Low-Carb Nuts Chocolate Recipe

Ingredients:

  • Dark Chocolate (85%+ cocoa) – 1 cup (or sugar-free chocolate chips)
  • Coconut Oil – 2 tablespoons (optional, for smoother texture)
  • Erythritol or Monk Fruit Sweetener – 1-2 tablespoons (adjust to taste, optional if using sweetened chocolate)
  • Mixed Nuts – 1 cup (almonds, walnuts, pecans, hazelnuts, or macadamia nuts)
  • Unsweetened Shredded Coconut – 2 tablespoons (optional, for added texture)
  • Sea Salt – A pinch (for a sweet-salty contrast)
  • Vanilla Extract – 1/2 teaspoon (optional, for extra flavor)

Instructions:

Step 1: Prepare the Chocolate Mixture

  1. In a microwave-safe bowl or double boiler, melt the dark chocolate and coconut oil together.
    • If using a microwave, heat in 30-second intervals, stirring in between, until fully melted and smooth.
    • If using a double boiler, place the chocolate and coconut oil over simmering water and stir until melted.
  2. Stir in the erythritol or monk fruit sweetener (if needed) and vanilla extract. Mix well to combine.

Step 2: Add the Nuts

  1. In a separate bowl, lightly toast the mixed nuts in a dry skillet over medium heat for 2-3 minutes until fragrant. Let them cool slightly.
  2. Add the toasted nuts and shredded coconut (if using) to the melted chocolate mixture. Stir until the nuts are evenly coated with the chocolate.

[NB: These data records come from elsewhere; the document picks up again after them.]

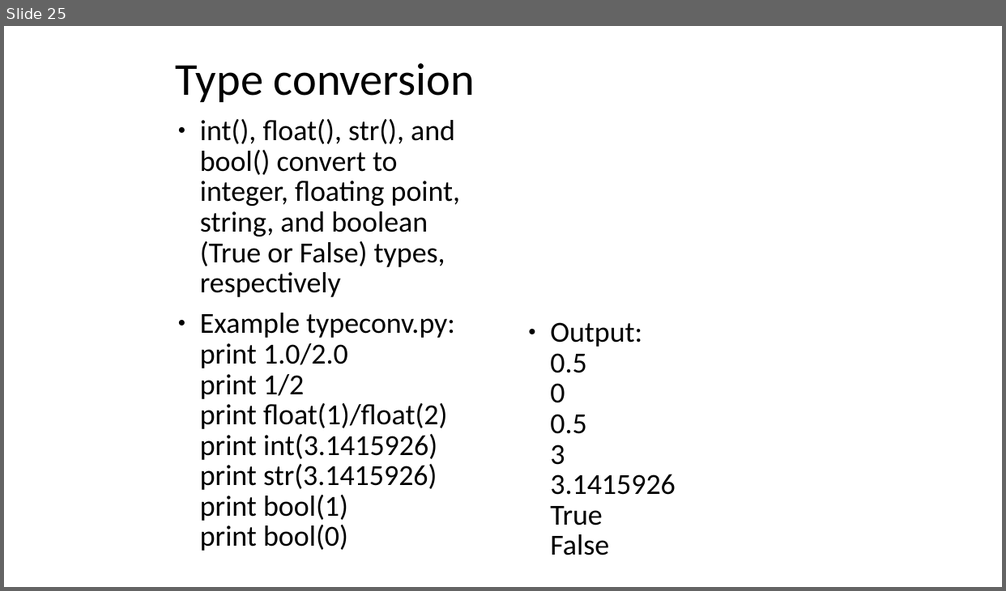
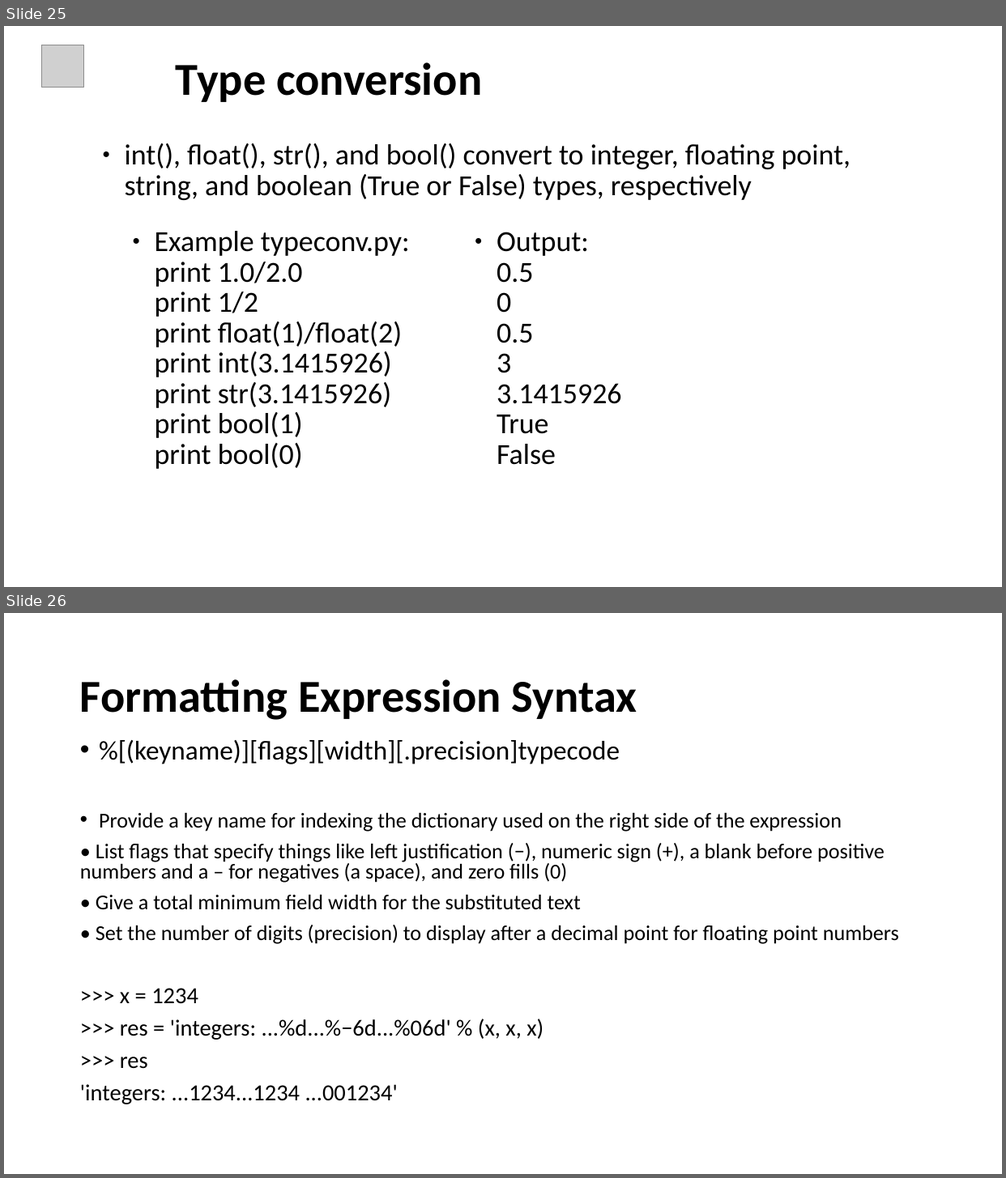
Before and after one commit to ankitagrawal579/Python, a slide deck: Python Ppt.pptx. Shown one above the other, each under a label of ours: slide 25 before the commit, slides 25 and 26 after it. The pictures are 1006x591 and 1006x1178 pixels, drawn with LibreOffice and Linux fonts; fonts in the diff are those of the drawing; grey boxes stand for pictures. Boxes give left, top, right and bottom in pixels: in the first picture for what was removed or moved away, otherwise in the second. Text is boxed around its words. In the diff, an @@ line names an element or a change of style, - is before the commit and + after.

```diff
--- a/Python Ppt.pptx
+++ b/Python Ppt.pptx
@@ slide 26 added at (x1=4, y1=613, x2=1002, y2=1174), background #FFFFFF @@
@@ title added at (x1=80, y1=679, x2=637, y2=720), 44 pt, text #000000, bold @@
+Formatting Expression Syntax
@@ text added at (x1=80, y1=740, x2=899, y2=1105), 20.4 pt, text #000000 @@
+• %[(keyname)][flags][width][.precision]typecode
+• Provide a key name for indexing the dictionary used on the right side of the expression
+• List flags that specify things like left justification (−), numeric sign (+), a blank before positive numbers and a – for negatives (a space), and zero fills (0)
+• Give a total minimum field width for the substituted text
+• Set the number of digits (precision) to display after a decimal point for floating point numbers
+>>> x = 1234
+>>> res = 'integers: ...%d...%−6d...%06d' % (x, x, x)
+>>> res
+'integers: ...1234...1234 ...001234'
@@ slide 25 changed as well @@
@@ picture added at (x1=41, y1=45, x2=83, y2=87) @@
@@ title "Type conversion" at (x1=176, y1=62, x2=482, y2=102): bold on @@
@@ text "int(), float(), str(), and bool() ..." moved from (x1=200, y1=119, x2=460, y2=551) to (x1=125, y1=143, x2=850, y2=200) @@
@@ text added at (x1=155, y1=231, x2=410, y2=469), 28 pt, text #000000 @@
+● Example typeconv.py:
+  print 1.0/2.0
+  print 1/2
+  print float(1)/float(2)
+  print int(3.1415926)
+  print str(3.1415926)
+  print bool(1)
+  print bool(0)
@@ text "Output: 0.5 0 0.5 3 ..." moved from (x1=550, y1=322, x2=675, y2=556) to (x1=496, y1=232, x2=622, y2=465) @@
@@ text at (x1=200, y1=313, x2=455, y2=551): paragraph removed @@
-● Example typeconv.py:
-  print 1.0/2.0
-  print 1/2
-  print float(1)/float(2)
-  print int(3.1415926)
-  print str(3.1415926)
-  print bool(1)
-  print bool(0)
```
Also in this commit, not shown: 23 other slides changed, 19 other slides added, 3 slides removed.

Step 3: Shape or Mold the Chocolate

  1. Option 1: Chocolate Clusters
    • Drop spoonfuls of the chocolate-nut mixture onto a parchment-lined baking sheet.
    • Sprinkle a pinch of sea salt on top of each cluster for a sweet-salty finish.
  2. Option 2: Chocolate Bark
    • Spread the chocolate-nut mixture evenly onto a parchment-lined baking sheet.
    • Sprinkle additional nuts, shredded coconut, or sea salt on top for decoration.
  3. Option 3: Chocolate Bars
    • Pour the mixture into silicone molds or a lined loaf pan to create bars.

Step 4: Chill and Set

  1. Place the prepared chocolate in the refrigerator for 30-60 minutes, or until firm.
  2. Once set, break the bark into pieces (if making bark) or remove the clusters/bars from the molds.

Serving Suggestions:

  • Store the low-carb nuts chocolate in an airtight container in the refrigerator for up to 2 weeks.
  • Enjoy as a snack, dessert, or gift for friends and family!

Nutritional Notes:

  • Dark Chocolate (85%+ cocoa) : High in healthy fats and low in sugar, making it ideal for low-carb diets.
  • Nuts : Packed with healthy fats, protein, and fiber, but be mindful of portion sizes as they are calorie-dense.
  • Erythritol/Monk Fruit : Zero-calorie sweeteners that won’t spike blood sugar levels.
  • Coconut Oil : Adds creaminess and healthy saturated fats.

Optional Variations:

  • Add Seeds : Include pumpkin seeds or sunflower seeds for extra crunch.
  • Spice It Up : Add a dash of cinnamon or chili powder for a unique twist.
  • Keto-Friendly Sweeteners : Use stevia drops or allulose if you prefer liquid sweeteners.

This low-carb nuts chocolate is rich, satisfying, and easy to make.